Happy anniversary to you both. No skimping now Frank, Anita's a keeper  
Have a great day you two.


----------



## steve12553 (Sep 25, 2005)

I won't get myself anything this time of year. I just throw out hints to the loved ones that are simple and can be bought without my being there. This year I threw out the idea of a nice cigar ashtray along with the usual stuff.


----------



## illuminatus (Oct 20, 2005)

Good call steve!
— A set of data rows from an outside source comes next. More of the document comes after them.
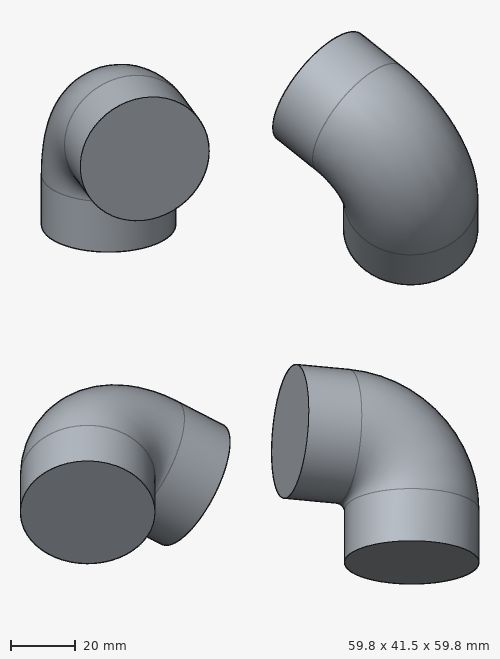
import cadquery as cq

outer_diameter = 41.5
bend_radius = 22.0
socket_length = 17.0
bend_angle = 90.0

outer_radius = outer_diameter / 2


def vertical_socket():
    """Straight lower end, rising from Z = 0 along the Z axis."""
    return cq.Workplane("XY").circle(outer_radius).extrude(socket_length)


def bend():
    """Quarter torus turning the centreline from +Z to +X."""
    return (
        cq.Workplane("XY")
        .workplane(offset=socket_length)
        .circle(outer_radius)
        .revolve(bend_angle, (bend_radius, 0), (bend_radius, 1))
    )


def horizontal_socket():
    """Straight upper end, leaving the bend along +X."""
    return (
        cq.Workplane("YZ")
        .workplane(offset=bend_radius)
        .center(0, socket_length + bend_radius)
        .circle(outer_radius)
        .extrude(socket_length)
    )


result = vertical_socket().union(bend()).union(horizontal_socket())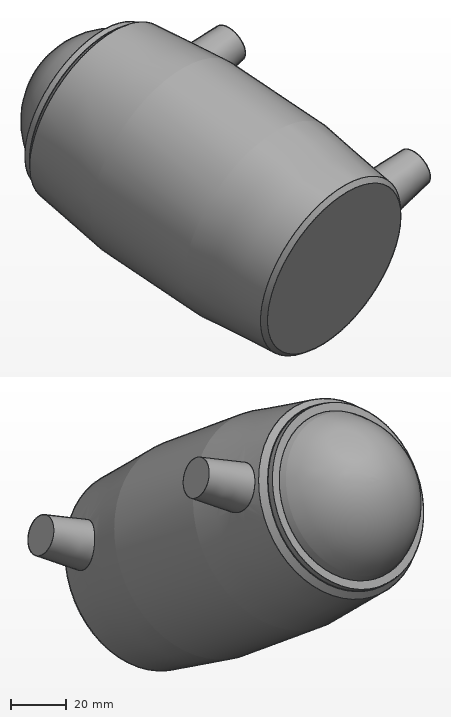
import cadquery as cq
import math

overall_length = 141.78
dome_base_diameter = 63.0
collar_diameter = 1.1 * dome_base_diameter
barrel_diameter = 82.0
barrel_end_diameter = 74.4

dome_height = 21.9
dome_rim_length = 2.6
collar_length = 2.5
front_chamfer = 2.3
front_taper_length = 33.4
middle_length = 46.0
rear_chamfer = 1.8

nozzle_tip_diameter = 15.2
nozzle_draft = 5.0
nozzle_reach = 16.0
nozzle_root_offset = 25.0
front_nozzle_x = 13.5
nozzle_spacing = 90.8

dome_base_radius = dome_base_diameter / 2
collar_radius = collar_diameter / 2
barrel_radius = barrel_diameter / 2
barrel_end_radius = barrel_end_diameter / 2
collar_front_x = -collar_length
dome_tip_x = collar_front_x - dome_height
rear_x = dome_tip_x + overall_length
front_taper_x = front_chamfer
middle_front_x = front_taper_x + front_taper_length
middle_rear_x = middle_front_x + middle_length
rear_taper_x = rear_x - rear_chamfer
dome_sphere_radius = (dome_height**2 + dome_base_radius**2) / (2 * dome_height)
dome_cap_height = dome_height - dome_rim_length
nozzle_tip_y = barrel_radius + nozzle_reach


def dome_point(height):
    """Point on the spherical dome at the given distance behind its tip."""
    return (dome_tip_x + height, math.sqrt(height * (2 * dome_sphere_radius - height)))


def make_body():
    """Dome, collar and barrel turned as one profile about the X axis."""
    profile = (
        cq.Workplane("XY")
        .moveTo(dome_tip_x, 0)
        .threePointArc(dome_point(dome_cap_height / 2), dome_point(dome_cap_height))
        .lineTo(collar_front_x, dome_base_radius)
        .lineTo(collar_front_x, collar_radius)
        .lineTo(0, collar_radius)
        .lineTo(0, barrel_end_radius - front_chamfer)
        .lineTo(front_taper_x, barrel_end_radius)
        .lineTo(middle_front_x, barrel_radius)
        .lineTo(middle_rear_x, barrel_radius)
        .lineTo(rear_taper_x, barrel_end_radius)
        .lineTo(rear_x, barrel_end_radius - rear_chamfer)
        .lineTo(rear_x, 0)
        .close()
    )
    return profile.revolve(360, (0, 0, 0), (1, 0, 0))


def make_nozzle(center_x):
    """Solid cone frustum pointing along +Y, its root buried in the barrel."""
    length = nozzle_tip_y - nozzle_root_offset
    tip_radius = nozzle_tip_diameter / 2
    root_radius = tip_radius + length * math.tan(math.radians(nozzle_draft))
    root_center = cq.Vector(center_x, nozzle_root_offset, 0)
    cone = cq.Solid.makeCone(root_radius, tip_radius, length, root_center, cq.Vector(0, 1, 0))
    return cq.Workplane(cone)


result = make_body()
for nozzle_x in (front_nozzle_x, front_nozzle_x + nozzle_spacing):
    result = result.union(make_nozzle(nozzle_x))

I might make myself an ashtray on the lathe this break.. Thing is, if I screw it up, that's an expensive piece of wood I'm out.. I may have to trade some sticks to DownUnder LLG for some cool Aussie wood for me to make bowls out of...


----------



## dayplanner (Dec 11, 1997)

Lumpold said:


> I got me two Rene Mir Ajo custom rolled, and the other two I got got me some taboadas. So I got me some Ajos and some Taboadas. Bargain.


You know what, your right James. I don't need anything else for the rest of the year. Oh, and those Rene Mir Ajo's smell unbelievable! Don't know if I can wait for xmas day!


----------



## joed (Nov 12, 2005)

for me - 2 boxes of bolivar pc - ARA MAR03 - I deserve it!!


----------



## RPB67 (Mar 26, 2005)

Since I cant buy any cigars until Jan 01 2006.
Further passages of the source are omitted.